Un titre de champion, deux coupes de la ligue – avec l’Olympique de Marseille – après avoir été formé au Paris Saint-Germain. Et dix-sept saisons au plus haut niveau (Amiens, Guingamp, Lorient, OM, Nice, Valenciennes) avant de raccrocher en 2015 : Fabrice Abriel, dont les racines se situent chemin Paul-Fontaine, à la limite de Bois d’Olives et de la Ligne Paradis à Saint-Pierre, possède un palmarès unique qu’il entend bien faire fructifier dans sa nouvelle carrière d’entraîneur.

Il est désormais titulaire du DES Jeps (diplôme d’Etat de sport) et entame le cursus du DEPF (diplôme d’entraîneur professionnel de football) qui doit le mener, dans quelques années, à prendre les rênes d’une formation de L1 ou L2. Dès l’arrêt de sa carrière de footballeur, le Réunionnais, né à Suresnes et demeurant à Orgeval, près de Saint-Germain-en-Laye, a embrassé la carrière d’entraîneur. D’abord en coachant des formations de niveau amateur puis, en 2018, en assistant Patrice Descamps, directeur du centre de formation d’Amiens, auprès des U17, U19 et N3. « J’étais manager ou assistant, je pouvais diriger les entraînements, faire de l’analyse vidéo, intervenir avec les préparateurs ou établir les mises en situation lors des matches. Une formidable école menée de front avec mon diplôme. »

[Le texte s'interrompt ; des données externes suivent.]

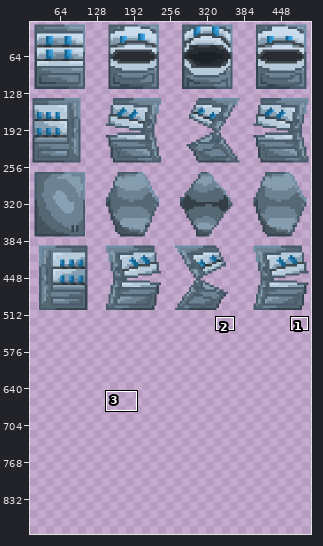
Sprite sheet, stored at Assets/Sprites/pacStudent.png. Above, an overview of the earlier version with the close-up marked.
Close-up. Old version:
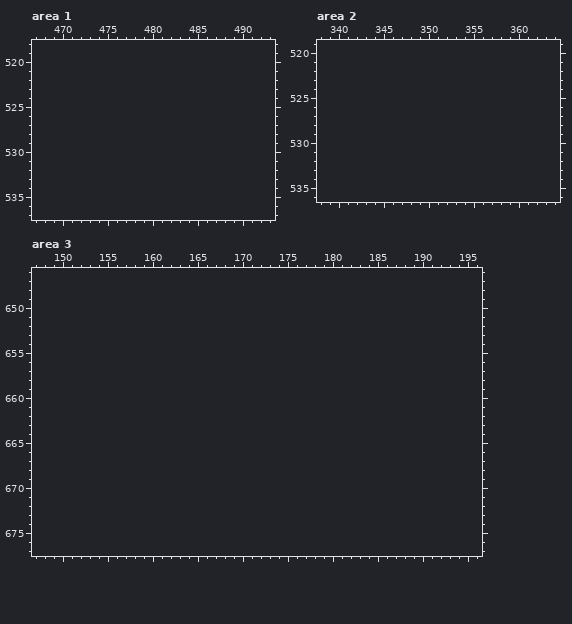
The file is 512x512 pixels. Colours within 5 levels of each other are drawn and written as one. Shown: area 1: x 467..493, y 518..537; area 2: x 338..364, y 519..536; area 3: x 147..196, y 646..677. The old version is drawn lined up with the new one, on the new canvas. The wide view leaves out empty margins. The commit also changed other parts of the picture, which this record leaves out.
Now the later version:
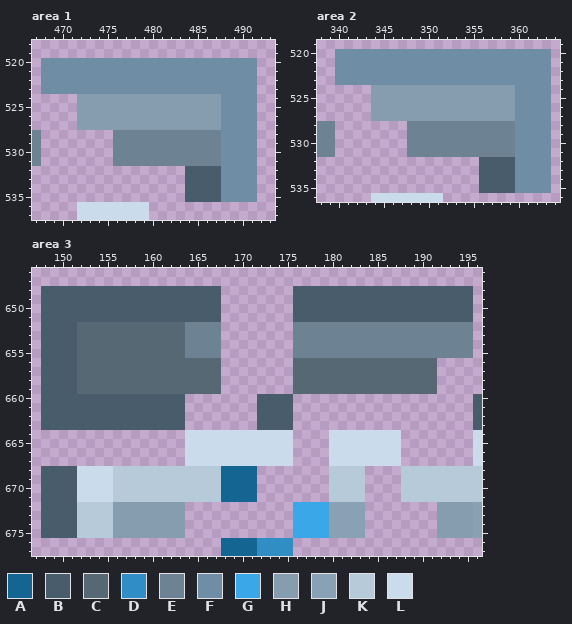
Palette (. is transparent): A #156592  B #485c6c  C #576875  D #318ec4  E #6d8293  F #708da6  G #3aa8e8  H #859daf  J #88a1b5  K #b7cada  L #cadceb
The exact change:
canvas 512x512 -> 512x896
Area 1:
y 520..523: x 468..491 ........................ -> FFFFFFFFFFFFFFFFFFFFFFFF
y 524..527: x 472..491 .................... -> HHHHHHHHHHHHHHHHFFFF
y 528..531: x 467 . -> E; x 476..491 ................ -> EEEEEEEEEEEEFFFF
y 532..535: x 484..491 ........ -> BBBBFFFF
y 536..537: x 472..479 ........ -> LLLLLLLL
Area 2:
y 520..523: x 340..363 ........................ -> FFFFFFFFFFFFFFFFFFFFFFFF
y 524..527: x 344..363 .................... -> HHHHHHHHHHHHHHHHFFFF
y 528..531: x 338..339 .. -> EE; x 348..363 ................ -> EEEEEEEEEEEEFFFF
y 532..535: x 356..363 ........ -> BBBBFFFF
y 536: x 344..351 ........ -> LLLLLLLL
Area 3:
y 648..651: x 148..167 .................... -> BBBBBBBBBBBBBBBBBBBB; x 176..195 .................... -> BBBBBBBBBBBBBBBBBBBB
y 652..655: x 148..167 .................... -> BBBBCCCCCCCCCCCCEEEE; x 176..195 .................... -> EEEEEEEEEEEEEEEEEEEE
y 656..659: x 148..167 .................... -> BBBBCCCCCCCCCCCCCCCC; x 176..191 ................ -> CCCCCCCCCCCCCCCC
y 660..663: x 148..163 ................ -> BBBBBBBBBBBBBBBB; x 172..175 .... -> BBBB; x 196 . -> B
y 664..667: x 164..175 ............ -> LLLLLLLLLLLL; x 180..187 ........ -> LLLLLLLL; x 196 . -> L
y 668..671: x 148..171 ........................ -> BBBBLLLLKKKKKKKKKKKKAAAA; x 180..183 .... -> KKKK; x 188..196 ......... -> KKKKKKKKK
y 672..675: x 148..163 ................ -> BBBBKKKKHHHHHHHH; x 176..183 ........ -> GGGGJJJJ; x 192..196 ..... -> HHHHJ
y 676..677: x 168..175 ........ -> AAAADDDD
Pixel boxes of the changes (left, top, right, bottom) in both close-ups:
added: (32, 58, 257, 220)
added: (335, 49, 551, 202)
added: (317, 121, 335, 157)
added: (41, 286, 482, 556)

L’Orgevalais n’est pas peu fier de son parcours professionnel. Depuis ses premiers pas dans la pouponnière du PSG – « c’est un non-sens d’avoir pris la décision de supprimer la réserve pro il y a un mois alors qu’elle s’était démenée pour se maintenir », dit-il, éberlué – jusqu’à sa dernière saison à Valenciennes, il n’a cessé de véhiculer l’image d’un milieu de terrain élégant, vif et clairvoyant. « J’ai passé des années formidables, notamment à l’OM et à Lorient. L’OM pour les titres avec des garçons qui savaient faire la part des choses. On pouvait déconner dans le vestiaire mais sur le terrain on était des guerriers. Lorient pour ma rencontre avec le coach Christian Gourcuff, dont le projet de jeu, certes immuable et bien défini, nous permettait, nous joueurs, de nous exprimer pleinement. On pouvait exprimer toutes nos qualités et on avait réponse à toutes nos questions, même quand on ne parvenait pas à mettre en place le plan de jeu. »

Christian Gourcuff,le maître à penser

Fabrice Abriel a gardé de ses années lorientaises le souci de donner aux joueurs des outils, des problématiques qui les épanouissent complètement. « C’était ce qui se faisait de mieux », assène-t-il, conscient que le métier de coach est devenu beaucoup plus volatil. « Le contexte a évolué. Les entraîneurs ont des contraintes d’efficacité et ils côtoient désormais des joueurs qui sont dans des projets de jeu de plus en plus jetables, je dirais. Quand ça ne va pas, on change. On change à la fois d’entraîneur, de système, de discours. Et le joueur zappe, passe rapidement à autre chose. »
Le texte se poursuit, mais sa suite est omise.